We think you need these skills to ace Senior Data Engineer
Some tips for your application 🫡
Tailor Your CV: Make sure your CV is tailored to the Senior Data Engineer role. Highlight your experience with Python, SQL, and Databricks, and don’t forget to showcase any relevant projects or achievements that demonstrate your skills in building production pipelines.
Craft a Compelling Cover Letter: Your cover letter is your chance to shine! Use it to explain why you’re passionate about data engineering and how your background aligns with our needs. Be specific about your experience with data governance and quality, as these are key for us.
Showcase Your Attention to Detail: Since we value attention to detail, make sure your application is free from typos and errors. Include clear documentation of your past work, like process diagrams or data contracts, to demonstrate your ability to create effective documentation.
Apply Through Our Website: We encourage you to apply through our website for the best chance of getting noticed. It’s super easy, and you’ll be able to upload all your documents in one go. Plus, it helps us keep track of your application!
How to prepare for a job interview at Stackstudio Digital Ltd.
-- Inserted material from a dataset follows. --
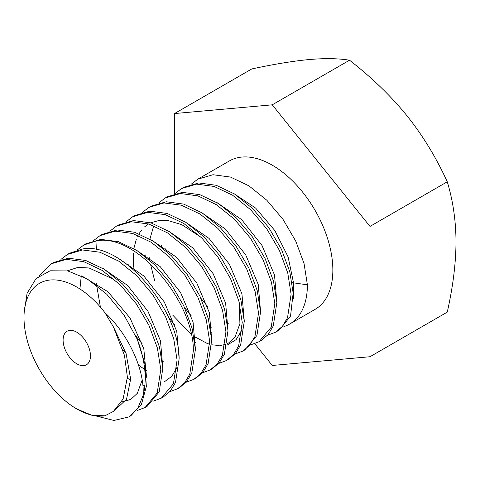 <?xml version="1.0" encoding="UTF-8"?>
<svg xmlns="http://www.w3.org/2000/svg" width="480" height="480" viewBox="0 0 480 480"><rect width="100%" height="100%" fill="white"/><g stroke="black" fill="none" stroke-linecap="round" stroke-linejoin="round"><path stroke-width="0.72" d="M104.952 312.738A74.64 43.092 -120 0 0 51.3 279.918A74.64 43.092 -120 0 0 24 317.532A74.64 43.092 -120 0 0 76.776 408.948A74.64 43.092 -120 0 0 104.952 415.8L113.394 411.42L123.126 398.994L127.386 377.082L124.482 355.422L113.394 326.862L104.952 312.738C128.652 334.464 145.098 370.584 143.046 395.7L137.634 408.546L128.79 416.928L113.976 420.462L96.432 416.082M63.096 340.104A19.35 11.172 -120 0 0 71.544 359.574A19.35 11.172 -120 0 0 86.454 364.758A19.35 11.172 -120 0 0 90.462 355.902A19.35 11.172 -120 0 0 82.014 336.426A19.35 11.172 -120 0 0 67.104 331.242A19.35 11.172 -120 0 0 63.096 340.104M24 317.532L24 313.482L27.078 293.328L36.06 278.556L50.106 270.792L67.812 270.93L87.372 279.018L106.77 294.246L123.99 315.036L137.232 339.21A85.698 49.476 60 0 1 143.046 395.7M104.952 415.8L92.022 415.332L76.776 408.948M161.37 398.118L163.404 396.942L170.43 390.99L175.518 382.422L179.118 358.89C179.412 309.384 122.316 241.74 82.794 248.946L69.564 253.212L67.53 254.388L82.482 249.972L99.888 252.21L118.614 261.084L136.644 275.61L152.796 294.732L165.456 316.422L173.742 338.808L177.084 360.066L173.448 383.682L161.37 398.118L153.564 401.064M145.08 407.526L147.114 406.35L159.192 391.914L162.828 368.292L159.486 347.04L151.206 324.654L138.54 302.958L122.388 283.836L104.358 269.31L85.632 260.442L68.226 258.198L53.274 262.62L51.24 263.796L66.27 259.368L83.748 261.66L102.27 270.45L120.3 284.958L136.308 303.858L149.016 325.506L157.392 347.994L160.794 369.468L157.194 393.006L145.08 407.526L137.274 410.466M137.232 339.21L144.918 363.954L146.346 386.496L141.45 404.406L130.83 415.752L128.79 416.928M113.394 326.862L126.084 353.496L130.656 379.098L126.516 399.258L114.54 410.472M82.152 276.15L107.868 291.696L129.978 317.934L143.808 348.81L146.52 377.232M103.29 268.638L127.608 285.45L147.978 311.334L160.482 340.848L162.81 367.824M38.97 276.036L51.24 263.796M60.93 259.422L67.53 254.388M77.22 250.014L83.82 244.986L97.044 240.72C136.566 233.514 193.662 301.158 193.374 350.658L189.774 374.19L184.68 382.758L177.66 388.716L169.854 391.656M177.66 388.716L179.694 387.54L186.696 381.612L191.808 373.014L195.408 349.482L192.042 328.134L183.696 305.658L170.952 283.914L154.908 264.972L136.932 250.5L118.434 241.698L100.932 239.382L85.854 243.81L83.814 244.986M93.51 240.612L100.104 235.578L115.182 231.15L132.69 233.472L151.188 242.268L169.164 256.74L185.208 275.688L197.952 297.426L206.298 319.908L209.658 341.256L206.064 364.788L200.946 373.386L193.95 379.308L186.144 382.254M193.95 379.308L195.984 378.132L203.022 372.162L208.11 363.594L211.698 340.08L208.332 318.732L199.908 296.094L187.236 274.5L171.276 255.642L153.312 241.152L134.592 232.254L117.132 229.98L102.144 234.402L100.104 235.578M109.8 231.204L116.394 226.176L131.382 221.754L148.842 224.022L167.562 232.92L185.532 247.41L201.492 266.274L214.164 287.862L222.588 310.506L225.948 331.848L222.36 355.362L217.272 363.936L210.24 369.906L202.434 372.846M210.24 369.906L212.274 368.73L219.294 362.778L224.394 354.204L227.988 330.672L224.61 309.282L216.246 286.782L203.538 265.11L187.518 246.192L169.524 231.696L150.984 222.882L133.476 220.572L118.434 225L116.394 226.176M126.09 221.802L132.684 216.768L147.732 212.346L165.24 214.65L183.774 223.464L201.774 237.96L217.788 256.884L230.496 278.55L238.866 301.056L242.238 322.446L238.644 345.972L233.55 354.546L226.53 360.498L218.724 363.444M226.53 360.498L228.564 359.322L235.596 353.358L240.684 344.784L244.278 321.27L240.864 299.748L232.428 277.158L219.738 255.576L203.76 236.736L185.73 222.24L167.136 213.432L149.712 211.17L134.724 215.598M142.38 212.394L148.974 207.366L163.968 202.944L181.386 205.206L199.986 214.008L218.01 228.51L233.988 247.35L246.684 268.932L255.12 291.522L258.528 313.038L254.94 336.558L249.846 345.132L242.814 351.096L235.014 354.036M242.814 351.096L244.854 349.92L256.944 335.454L260.568 311.862L257.202 290.532L248.868 268.068L236.232 246.468L220.128 227.412L202.152 212.916L183.666 204.102L166.206 201.756L151.014 206.19L148.974 207.366M158.664 202.992L165.264 197.964L180.462 193.524L197.922 195.876L216.402 204.69L234.378 219.18L250.488 238.236L263.124 259.842L271.458 282.306L274.818 303.636L271.2 327.222L259.104 341.688L251.304 344.634M261.144 340.512L268.164 334.566L273.27 325.968L276.858 302.46L273.48 281.082L265.116 258.564L252.384 236.868L236.376 217.968L218.37 203.466L199.842 194.664L182.34 192.36L167.298 196.788M289.65 324.06L315.102 309.36A85.698 49.476 -120 0 0 332.85 270.132A85.698 49.476 -120 0 0 295.446 183.888A85.698 49.476 -120 0 0 229.404 160.932L197.844 179.154L213 174.72L230.496 177.066L248.946 185.856L266.88 200.292L283.014 219.354L295.74 241.11L304.05 263.532L307.398 284.826A85.698 49.476 -120 0 1 289.65 324.06A85.698 49.476 -120 0 1 283.89 326.592M275.394 332.286L279.468 329.934L290.544 316.056L293.142 293.058L289.794 271.764L281.484 249.342L268.758 227.586L252.624 208.524L234.69 194.082L216.24 185.292L198.75 182.946L183.588 187.38L181.554 188.556L196.596 184.128L214.098 186.438L232.62 195.234L250.632 209.736L266.64 228.642L279.366 250.338L287.736 272.85L291.108 294.228L287.52 317.736L282.414 326.334L275.394 332.286L267.588 335.232M174.96 193.584L181.554 188.556M191.244 184.182L197.844 179.154M292.11 282.636L307.398 284.826M233.604 193.398L255.636 208.086L274.806 230.532L288.108 256.896L293.49 282.672L293.364 298.998M254.748 343.686L272.256 365.466L369.99 356.73L369.99 226.416L272.256 104.826L174.516 113.556L174.516 193.71M369.99 356.73L447.27 312.114C453 286.572 455.91 263.172 456 241.92C455.94 220.926 453.03 200.886 447.27 181.8L369.99 226.416M272.256 104.826L349.53 60.21C372.222 77.916 391.422 96.498 407.13 115.968C422.76 135.486 436.14 157.434 447.27 181.8M174.516 113.556L251.796 68.94C274.482 64.098 293.682 60.96 309.396 59.538C325.02 58.164 338.4 58.386 349.53 60.21M96.618 249.684L97.044 240.72M144.624 385.572L142.848 385.182M130.656 380.19L127.38 378.21M79.914 288.978L81.282 275.862M146.946 370.788L145.914 370.194M144.72 369.468L138.504 365.136M126.066 353.43L122.868 349.68M100.41 307.152L96.252 282.984M163.236 361.38L162.204 360.786M142.356 344.022L135.966 336.174M119.574 259.23L143.892 276.048L164.268 301.926L176.772 331.44L179.1 358.422M177.006 367.32L171.84 376.302L164.232 381.918M135.864 249.828L160.182 266.64L180.558 292.524L193.062 322.038L195.39 349.014M152.16 240.42L176.472 257.238L196.848 283.116L209.352 312.636L211.68 339.612M168.444 231.018L192.762 247.83L213.138 273.714L225.642 303.228L227.97 330.204M184.734 221.61L209.052 238.428L229.428 264.306L241.932 293.826L244.254 320.802M242.16 329.7L236.124 339.63L227.022 345.174M195.672 337.62L193.914 336.408M191.238 334.41L172.62 315.012L190.914 334.086M149.856 260.268L149.568 257.766M149.922 239.076L153.414 226.812M201.024 212.208L225.342 229.026L245.718 254.904L258.222 284.418L260.544 311.4M211.962 328.218L210.204 327.006M166.146 250.866L165.858 248.364M217.314 202.8L241.632 219.618L262.008 245.496L274.512 275.016L276.834 301.992M128.91 265.794L128.832 264.18M195.816 342.576L194.784 341.976M174.936 325.212L168.546 317.364M145.2 256.392L145.122 254.772M212.106 333.168L211.074 332.574M191.226 315.81L184.836 307.962M161.49 246.99L161.412 245.37M228.396 323.766L227.364 323.166M207.51 306.408L201.126 298.554M142.176 379.986L137.34 393.294L130.83 399.414L121.59 401.976M67.32 270.828L77.94 267.39L89.094 267.978L112.77 278.928L119.652 284.328M261.144 340.518L259.104 341.688M134.724 215.592L132.684 216.768M167.298 196.782L165.264 197.958M133.356 267.228L133.254 253.02M133.83 248.598L136.278 239.454M137.652 236.274L138.09 235.41M138.996 233.784L141.654 229.956M144.564 226.89L148.542 223.932M150.684 222.786L159.588 220.332L167.694 220.476L181.788 224.652L201.066 237.27M239.214 302.406L239.916 323.658L235.098 336.834L228.588 342.99L227.28 343.674M225.306 344.472L220.008 345.51M219.252 345.552L211.728 344.784M209.718 344.262L207.384 343.512M207.174 343.434L193.896 336.306M154.674 280.686L150.468 264.024"/></g></svg>

✨Know Your Tech Inside Out
Make sure you brush up on your Python and SQL skills, as well as your experience with Databricks. Be ready to discuss specific projects where you've built production pipelines and how you tackled challenges along the way.
✨Showcase Your Documentation Skills
Since attention to detail is key for this role, prepare examples of your documentation work. Bring along process diagrams or data contracts you've created, and be ready to explain how they contributed to project success.
✨Understand Data Governance
Familiarise yourself with data governance principles, especially around Unity Catalog. Be prepared to discuss how you've enforced data quality and security in past roles, and how you would approach these tasks in the new position.
✨Collaborate Like a Pro
This role involves working closely with various stakeholders. Think of examples where you've successfully collaborated with product owners, managers, or IT teams to deliver data solutions. Highlight your communication skills and how you translate technical requirements into actionable tasks.